• **Saved entries**
[Start of Attachment]
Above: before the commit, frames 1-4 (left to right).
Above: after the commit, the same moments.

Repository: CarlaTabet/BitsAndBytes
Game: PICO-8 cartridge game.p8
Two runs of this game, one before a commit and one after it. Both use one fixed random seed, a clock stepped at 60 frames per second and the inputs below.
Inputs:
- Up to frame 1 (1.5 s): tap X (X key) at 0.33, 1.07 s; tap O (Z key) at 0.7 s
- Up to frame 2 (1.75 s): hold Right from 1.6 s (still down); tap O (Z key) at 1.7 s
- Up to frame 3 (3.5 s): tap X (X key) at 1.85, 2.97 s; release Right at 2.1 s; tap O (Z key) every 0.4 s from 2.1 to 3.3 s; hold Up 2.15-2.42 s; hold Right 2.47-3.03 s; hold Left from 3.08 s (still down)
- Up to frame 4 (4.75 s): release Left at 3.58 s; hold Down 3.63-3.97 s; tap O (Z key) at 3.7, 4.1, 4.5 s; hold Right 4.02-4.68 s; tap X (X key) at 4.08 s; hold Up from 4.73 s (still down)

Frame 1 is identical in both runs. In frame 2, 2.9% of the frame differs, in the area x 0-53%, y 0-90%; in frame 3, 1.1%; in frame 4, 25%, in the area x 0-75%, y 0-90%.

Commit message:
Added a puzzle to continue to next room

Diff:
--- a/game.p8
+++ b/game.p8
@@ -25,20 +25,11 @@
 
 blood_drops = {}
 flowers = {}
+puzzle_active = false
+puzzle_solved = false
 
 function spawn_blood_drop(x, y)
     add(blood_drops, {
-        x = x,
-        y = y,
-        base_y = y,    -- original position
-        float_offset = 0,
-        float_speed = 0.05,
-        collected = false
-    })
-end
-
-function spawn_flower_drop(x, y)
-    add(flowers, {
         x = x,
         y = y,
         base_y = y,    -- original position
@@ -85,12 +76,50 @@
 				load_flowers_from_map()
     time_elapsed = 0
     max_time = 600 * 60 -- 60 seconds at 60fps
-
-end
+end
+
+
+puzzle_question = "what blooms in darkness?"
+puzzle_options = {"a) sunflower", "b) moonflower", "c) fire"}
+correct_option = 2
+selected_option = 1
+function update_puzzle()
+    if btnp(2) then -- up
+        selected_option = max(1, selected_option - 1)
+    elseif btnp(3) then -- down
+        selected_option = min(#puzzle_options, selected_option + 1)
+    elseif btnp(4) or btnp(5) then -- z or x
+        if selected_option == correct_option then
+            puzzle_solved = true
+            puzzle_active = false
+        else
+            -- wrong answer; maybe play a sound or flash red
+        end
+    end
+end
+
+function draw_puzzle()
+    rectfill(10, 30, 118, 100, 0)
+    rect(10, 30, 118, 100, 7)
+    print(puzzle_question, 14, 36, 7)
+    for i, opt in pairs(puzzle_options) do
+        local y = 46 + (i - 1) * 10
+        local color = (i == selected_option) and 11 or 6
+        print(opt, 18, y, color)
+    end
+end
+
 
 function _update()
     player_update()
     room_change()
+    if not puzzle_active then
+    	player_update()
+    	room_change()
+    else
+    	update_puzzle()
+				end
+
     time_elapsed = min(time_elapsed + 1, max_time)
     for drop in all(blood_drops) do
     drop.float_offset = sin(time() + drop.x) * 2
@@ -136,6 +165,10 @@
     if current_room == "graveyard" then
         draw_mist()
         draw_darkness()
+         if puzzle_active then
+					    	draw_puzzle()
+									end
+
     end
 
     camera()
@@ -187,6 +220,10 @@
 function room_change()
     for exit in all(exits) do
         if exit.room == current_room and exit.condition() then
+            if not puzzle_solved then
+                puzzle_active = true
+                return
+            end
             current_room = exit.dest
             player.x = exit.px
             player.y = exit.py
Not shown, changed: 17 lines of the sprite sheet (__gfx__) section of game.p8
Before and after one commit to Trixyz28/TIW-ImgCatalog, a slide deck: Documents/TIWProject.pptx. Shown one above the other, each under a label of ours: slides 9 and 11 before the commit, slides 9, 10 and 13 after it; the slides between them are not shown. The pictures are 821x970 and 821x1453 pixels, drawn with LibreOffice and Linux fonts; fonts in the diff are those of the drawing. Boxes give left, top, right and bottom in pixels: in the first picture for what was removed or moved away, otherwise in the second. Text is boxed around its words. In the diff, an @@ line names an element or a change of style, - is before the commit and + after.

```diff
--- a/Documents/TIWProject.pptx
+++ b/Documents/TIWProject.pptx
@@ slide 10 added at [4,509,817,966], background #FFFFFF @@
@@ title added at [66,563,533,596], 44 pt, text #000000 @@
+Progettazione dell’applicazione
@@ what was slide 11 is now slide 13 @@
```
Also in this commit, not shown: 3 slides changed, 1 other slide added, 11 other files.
[End of Attachment]
Please repeat each entry exactly as written.

• **TASK OUTPUT**
Above: before the commit, frames 1-4 (left to right).
Above: after the commit, the same moments.

Repository: CarlaTabet/BitsAndBytes
Game: PICO-8 cartridge game.p8
Two runs of this game, one before a commit and one after it. Both use one fixed random seed, a clock stepped at 60 frames per second and the inputs below.
Inputs:
- Up to frame 1 (1.5 s): tap X (X key) at 0.33, 1.07 s; tap O (Z key) at 0.7 s
- Up to frame 2 (1.75 s): hold Right from 1.6 s (still down); tap O (Z key) at 1.7 s
- Up to frame 3 (3.5 s): tap X (X key) at 1.85, 2.97 s; release Right at 2.1 s; tap O (Z key) every 0.4 s from 2.1 to 3.3 s; hold Up 2.15-2.42 s; hold Right 2.47-3.03 s; hold Left from 3.08 s (still down)
- Up to frame 4 (4.75 s): release Left at 3.58 s; hold Down 3.63-3.97 s; tap O (Z key) at 3.7, 4.1, 4.5 s; hold Right 4.02-4.68 s; tap X (X key) at 4.08 s; hold Up from 4.73 s (still down)

Frame 1 is identical in both runs. In frame 2, 2.9% of the frame differs, in the area x 0-53%, y 0-90%; in frame 3, 1.1%; in frame 4, 25%, in the area x 0-75%, y 0-90%.

Commit message:
Added a puzzle to continue to next room

Diff:
--- a/game.p8
+++ b/game.p8
@@ -25,20 +25,11 @@
 
 blood_drops = {}
 flowers = {}
+puzzle_active = false
+puzzle_solved = false
 
 function spawn_blood_drop(x, y)
     add(blood_drops, {
-        x = x,
-        y = y,
-        base_y = y,    -- original position
-        float_offset = 0,
-        float_speed = 0.05,
-        collected = false
-    })
-end
-
-function spawn_flower_drop(x, y)
-    add(flowers, {
         x = x,
         y = y,
         base_y = y,    -- original position
@@ -85,12 +76,50 @@
 				load_flowers_from_map()
     time_elapsed = 0
     max_time = 600 * 60 -- 60 seconds at 60fps
-
-end
+end
+
+
+puzzle_question = "what blooms in darkness?"
+puzzle_options = {"a) sunflower", "b) moonflower", "c) fire"}
+correct_option = 2
+selected_option = 1
+function update_puzzle()
+    if btnp(2) then -- up
+        selected_option = max(1, selected_option - 1)
+    elseif btnp(3) then -- down
+        selected_option = min(#puzzle_options, selected_option + 1)
+    elseif btnp(4) or btnp(5) then -- z or x
+        if selected_option == correct_option then
+            puzzle_solved = true
+            puzzle_active = false
+        else
+            -- wrong answer; maybe play a sound or flash red
+        end
+    end
+end
+
+function draw_puzzle()
+    rectfill(10, 30, 118, 100, 0)
+    rect(10, 30, 118, 100, 7)
+    print(puzzle_question, 14, 36, 7)
+    for i, opt in pairs(puzzle_options) do
+        local y = 46 + (i - 1) * 10
+        local color = (i == selected_option) and 11 or 6
+        print(opt, 18, y, color)
+    end
+end
+
 
 function _update()
     player_update()
     room_change()
+    if not puzzle_active then
+    	player_update()
+    	room_change()
+    else
+    	update_puzzle()
+				end
+
     time_elapsed = min(time_elapsed + 1, max_time)
     for drop in all(blood_drops) do
     drop.float_offset = sin(time() + drop.x) * 2
@@ -136,6 +165,10 @@
     if current_room == "graveyard" then
         draw_mist()
         draw_darkness()
+         if puzzle_active then
+					    	draw_puzzle()
+									end
+
     end
 
     camera()
@@ -187,6 +220,10 @@
 function room_change()
     for exit in all(exits) do
         if exit.room == current_room and exit.condition() then
+            if not puzzle_solved then
+                puzzle_active = true
+                return
+            end
             current_room = exit.dest
             player.x = exit.px
             player.y = exit.py
Not shown, changed: 17 lines of the sprite sheet (__gfx__) section of game.p8
Before and after one commit to Trixyz28/TIW-ImgCatalog, a slide deck: Documents/TIWProject.pptx. Shown one above the other, each under a label of ours: slides 9 and 11 before the commit, slides 9, 10 and 13 after it; the slides between them are not shown. The pictures are 821x970 and 821x1453 pixels, drawn with LibreOffice and Linux fonts; fonts in the diff are those of the drawing. Boxes give left, top, right and bottom in pixels: in the first picture for what was removed or moved away, otherwise in the second. Text is boxed around its words. In the diff, an @@ line names an element or a change of style, - is before the commit and + after.

```diff
--- a/Documents/TIWProject.pptx
+++ b/Documents/TIWProject.pptx
@@ slide 10 added at [4,509,817,966], background #FFFFFF @@
@@ title added at [66,563,533,596], 44 pt, text #000000 @@
+Progettazione dell’applicazione
@@ what was slide 11 is now slide 13 @@
```
Also in this commit, not shown: 3 slides changed, 1 other slide added, 11 other files.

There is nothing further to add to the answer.